The US Department of Justice’s online gambling views are under simultaneous attack by at least two state attorneys-general and the association representing all US lottery operators.
On Tuesday, New Jersey Attorney General Gurbir Grewal and Pennsylvania Attorney General Josh Shapiro wrote a joint letter to the DOJ detailing their “strong opposition” to its recent opinion that the 1961 Wire Act applies to other forms of gambling beyond sports betting.
The new opinion could spell trouble for some aspects (definitely interstate poker, possibly payment processing) of New Jersey’s thriving online gambling market, while Pennsylvania doesn’t want any curbs on its own online gambling market, which was supposed to launch this year.
The attorneys-general urged the DOJ to “withdraw its opinion altogether or assure us that DOJ will not bring any enforcement actions against companies and individuals engaged in online gaming in our states – where it is appropriate under state law.”
The DOJ said it would abstain from enforcing its new opinion for 90 days in order to give intrastate online operators time to amend their wicked, wicked ways to comply with the new opinion. It remains to be seen what action the DOJ might take when that pause runs out in mid-April.
Grewal has also filed a freedom of information request to determine how the DOJ arrived at its new opinion. In particular, Grewal wants to know whether the DOJ had some help from Las Vegas Sands boss Sheldon Adelson, a confirmed online gambling opponent who led unsuccessful efforts in recent years to roll back the 2011 DOJ opinion that led to states launching online gambling and lottery operations.

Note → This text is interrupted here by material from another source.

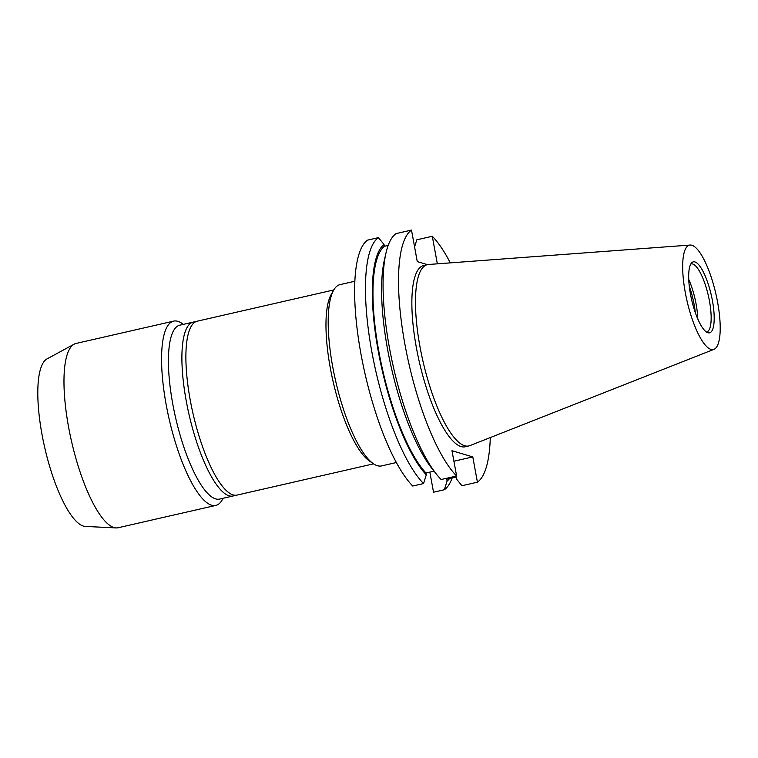 <?xml version="1.0" encoding="UTF-8"?>
<svg xmlns="http://www.w3.org/2000/svg" width="758" height="758" viewBox="0 0 758 758"><rect width="100%" height="100%" fill="white"/><g stroke="black" fill="none" stroke-linecap="round" stroke-linejoin="round"><path stroke-width="1.14" d="M396.349 462.532L381.53 465.924A92.988 25.791 -102.9 0 1 377.389 465.725A92.988 25.791 -102.9 0 1 373.391 463.725A92.988 25.791 -102.9 0 1 335.652 381.028A92.988 25.791 -102.9 0 1 333.672 290.143A92.988 25.791 -102.9 0 1 340.048 284.62L354.867 281.237M373.571 463.849L237.046 495.088A89.198 24.739 -102.9 0 1 233.076 494.889A89.198 24.739 -102.9 0 1 191.566 406.885A89.198 24.739 -102.9 0 1 197.251 321.184L333.785 289.944M234.98 495.249A89.198 24.739 -102.9 0 1 233.047 495.997A89.198 24.739 -102.9 0 1 229.077 495.808A89.198 24.739 -102.9 0 1 187.577 407.804A89.198 24.739 -102.9 0 1 193.262 322.093A89.198 24.739 -102.9 0 1 195.327 321.942M233.047 495.997L219.583 499.077A89.198 24.739 -102.9 0 1 215.613 498.887A89.198 24.739 -102.9 0 1 174.113 410.883A89.198 24.739 -102.9 0 1 179.798 325.182L193.262 322.093M223.136 498.271L222.265 499.806A94.523 26.217 -102.9 0 1 215.784 505.415A94.523 26.217 -102.9 0 1 211.577 505.207A94.523 26.217 -102.9 0 1 167.594 411.954A94.523 26.217 -102.9 0 1 173.62 321.127A94.523 26.217 -102.9 0 1 177.827 321.335A94.523 26.217 -102.9 0 1 181.901 323.363L183.351 324.367M215.784 505.415L118.191 527.739A94.523 26.217 -102.9 0 1 116.145 527.919A94.523 26.217 -102.9 0 1 113.984 527.54A94.523 26.217 -102.9 0 1 70.75 437.849A94.523 26.217 -102.9 0 1 74.113 344.189A94.523 26.217 -102.9 0 1 76.027 343.459L173.62 321.127M116.145 527.919L85.389 526.44A86.204 23.905 -102.9 0 1 83.408 526.099A86.204 23.905 -102.9 0 1 43.983 444.311A86.204 23.905 -102.9 0 1 47.053 358.885L74.113 344.189M690.813 264.03A34.859 9.664 -102.9 0 1 691.163 263.926A34.859 9.664 -102.9 0 1 692.717 264.002A34.859 9.664 -102.9 0 1 708.938 298.396A34.859 9.664 -102.9 0 1 706.721 331.89A34.859 9.664 -102.9 0 1 706.352 331.947M707.934 332.743A36.403 10.091 -102.9 0 1 707.801 332.705A36.403 10.091 -102.9 0 1 691.599 299.59A36.403 10.091 -102.9 0 1 691.789 262.723A36.403 10.091 -102.9 0 1 694.934 261.936A36.403 10.091 -102.9 0 1 712.416 300.604A36.403 10.091 -102.9 0 1 707.934 332.743M691.874 245.26A53.543 14.847 -102.9 0 1 716.566 296.984A53.543 14.847 -102.9 0 1 713.979 349.343A53.543 14.847 -102.9 0 1 710.995 349.41A53.543 14.847 -102.9 0 1 685.857 295.487A53.543 14.847 -102.9 0 1 690.112 245.052A53.543 14.847 -102.9 0 1 691.874 245.26M713.979 349.343L469.846 445.628A92.988 25.791 -102.9 0 1 468.814 445.95A92.988 25.791 -102.9 0 1 464.673 445.751A92.988 25.791 -102.9 0 1 421.401 354.005A92.988 25.791 -102.9 0 1 427.332 264.656A92.988 25.791 -102.9 0 1 428.412 264.495L690.112 245.052M468.814 445.95L465.194 446.784A92.988 25.791 -102.9 0 1 461.054 446.576A92.988 25.791 -102.9 0 1 417.781 354.829A92.988 25.791 -102.9 0 1 423.713 265.48L427.332 264.656M434.031 471.144L425.958 472.992L426.29 474.83L423.561 483.557L412.731 486.03A131.03 36.337 -102.9 0 1 361.045 354.422A131.03 36.337 -102.9 0 1 367.592 240.125L378.422 237.642L384.012 244.474L384.353 246.303L388.181 245.421M429.843 472.111L433.529 492.226L444.359 489.744L447.097 481.017L446.756 479.189L456.022 477.066L456.363 478.895L461.954 485.717L477.426 482.183L472.784 456.913L451.976 450.726L456.619 475.996A131.03 36.337 -102.9 0 1 404.933 344.378A131.03 36.337 -102.9 0 1 411.49 230.081L417.27 261.605L427.446 264.627M423.561 483.557A131.03 36.337 -102.9 0 1 371.875 351.939A131.03 36.337 -102.9 0 1 378.422 237.642M452.194 477.938A131.03 36.337 -102.9 0 1 444.359 489.744M426.29 474.83A123.336 34.205 -102.9 0 1 378.356 351.674A123.336 34.205 -102.9 0 1 384.012 244.474M449.57 478.544A123.336 34.205 -102.9 0 1 447.097 481.017M425.958 472.992A121.536 33.703 -102.9 0 1 378.905 351.845A121.536 33.703 -102.9 0 1 384.353 246.303M456.619 475.996L441.147 479.53A131.03 36.337 -102.9 0 1 436.58 474.347L431.975 468.567A123.336 34.205 -102.9 0 1 391.479 368.255A123.336 34.205 -102.9 0 1 384.325 260.307L385.964 253.096A131.03 36.337 -102.9 0 1 396.017 233.625L411.49 230.081M436.58 474.347A131.03 36.337 -102.9 0 1 393.563 367.772A131.03 36.337 -102.9 0 1 385.964 253.096M437.347 263.831L432.287 236.269L416.815 239.812L414.579 246.947M432.287 236.269A131.03 36.337 -102.9 0 1 450.309 262.865M490.284 437.574A131.03 36.337 -102.9 0 1 477.426 482.183M688.738 279.437A34.859 9.664 -102.9 0 1 697.786 318.985M689.297 286.334A33.816 9.38 -102.9 0 1 695.285 312.523M373.391 463.725L369.326 460.93A89.198 24.739 -102.9 0 1 333.122 381.606A89.198 24.739 -102.9 0 1 331.227 294.426L333.672 290.143M453.909 461.224L472.784 456.913"/></g></svg>
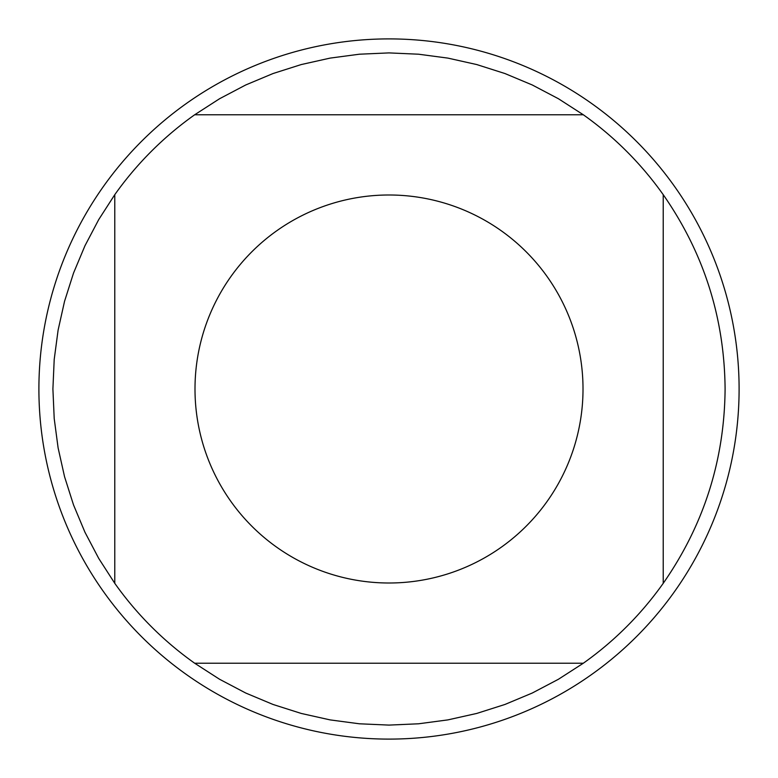<?xml version="1.0" encoding="UTF-8"?>
<svg xmlns="http://www.w3.org/2000/svg" width="778" height="778" viewBox="0 0 778 778"><rect width="100%" height="100%" fill="white"/><g stroke="black" fill="none" stroke-linecap="round" stroke-linejoin="round"><path stroke-width="1.17" d="M739.1 389A350.1 350.1 0 0 1 389 739.1A350.1 350.1 0 0 1 38.9 389A350.1 350.1 0 0 1 389 38.9A350.1 350.1 0 0 1 739.1 389M583.014 389A194.014 194.014 0 0 0 330.144 204.137A194.014 194.014 0 0 0 230.706 501.168A194.014 194.014 0 0 0 583.014 389M583.325 114.774L558.448 98.748L532.259 84.967L504.961 73.54L476.768 64.564L447.895 58.107L418.564 54.207L389 52.904L359.436 54.207L330.105 58.107L301.232 64.564L273.039 73.54L245.741 84.967L219.552 98.748L194.675 114.774A336.096 336.096 0 0 0 114.774 194.675L98.748 219.552L84.967 245.741L73.54 273.039L64.564 301.232L58.107 330.105L54.207 359.436L52.904 389L54.207 418.564L58.107 447.895L64.564 476.768L73.54 504.961L84.967 532.259L98.748 558.448L114.774 583.325A336.096 336.096 0 0 0 194.675 663.226L219.552 679.252L245.741 693.033L273.039 704.46L301.232 713.436L330.105 719.893L359.436 723.793L389 725.096L418.564 723.793L447.895 719.893L476.768 713.436L504.961 704.46L532.259 693.033L558.448 679.252L583.325 663.226A336.096 336.096 0 0 0 663.226 583.325L663.226 194.675A336.096 336.096 0 0 0 583.325 114.774L194.675 114.774M114.774 194.675L114.774 583.325M194.675 663.226L583.325 663.226M663.226 583.325C703.866 524.917 724.483 460.148 725.096 389C724.483 317.852 703.866 253.083 663.226 194.675"/></g></svg>

Last month, the Wall Street Journal reported that the DOJ’s new opinion bore an uncanny resemblance to legal advice submitted to the DOJ in 2017 by an Adelson-funded lobbyist. Last week, ABC News reported that Adelson had donated $500k to a legal fund for cronies of US President Donald Trump caught up in the Mueller probe of Russian interference in the 2016 presidential election.
Grewal said there was “no good reason” for the DOJ to rethink its 2011 opinion, and rumored pressure from “out-of-state casinos and their lobbyists” was “not a good enough reason to reverse course and undermine the online gaming industry.”
STATE LOTTERIES ALSO ON THE WARPATH
Tuesday also saw a response to the DOJ’s opinion by the North American Association of State and Provincial Lotteries (NASPL), which has long opposed any effort to roll back the 2011 DOJ opinion that led to six US states offering some form of online lottery sales.
In a letter issued Tuesday, the NASPL said the DOJ’s new opinion “creates a substantially detrimental impact on the lottery industry” as well as “substantial uncertainty concerning the legal status of lottery transactions.”
The NASPL claims the 2011 DOJ opinion “set in motion critical enhancements and improvements” in lottery “infrastructure, functionality, sales and communications.” The NASPL claims it’s ready to work with the DOJ “to assist in the understanding and resolution of satisfactory solutions for the confluence of technology, policy and law” described in the DOJ’s latest opinion.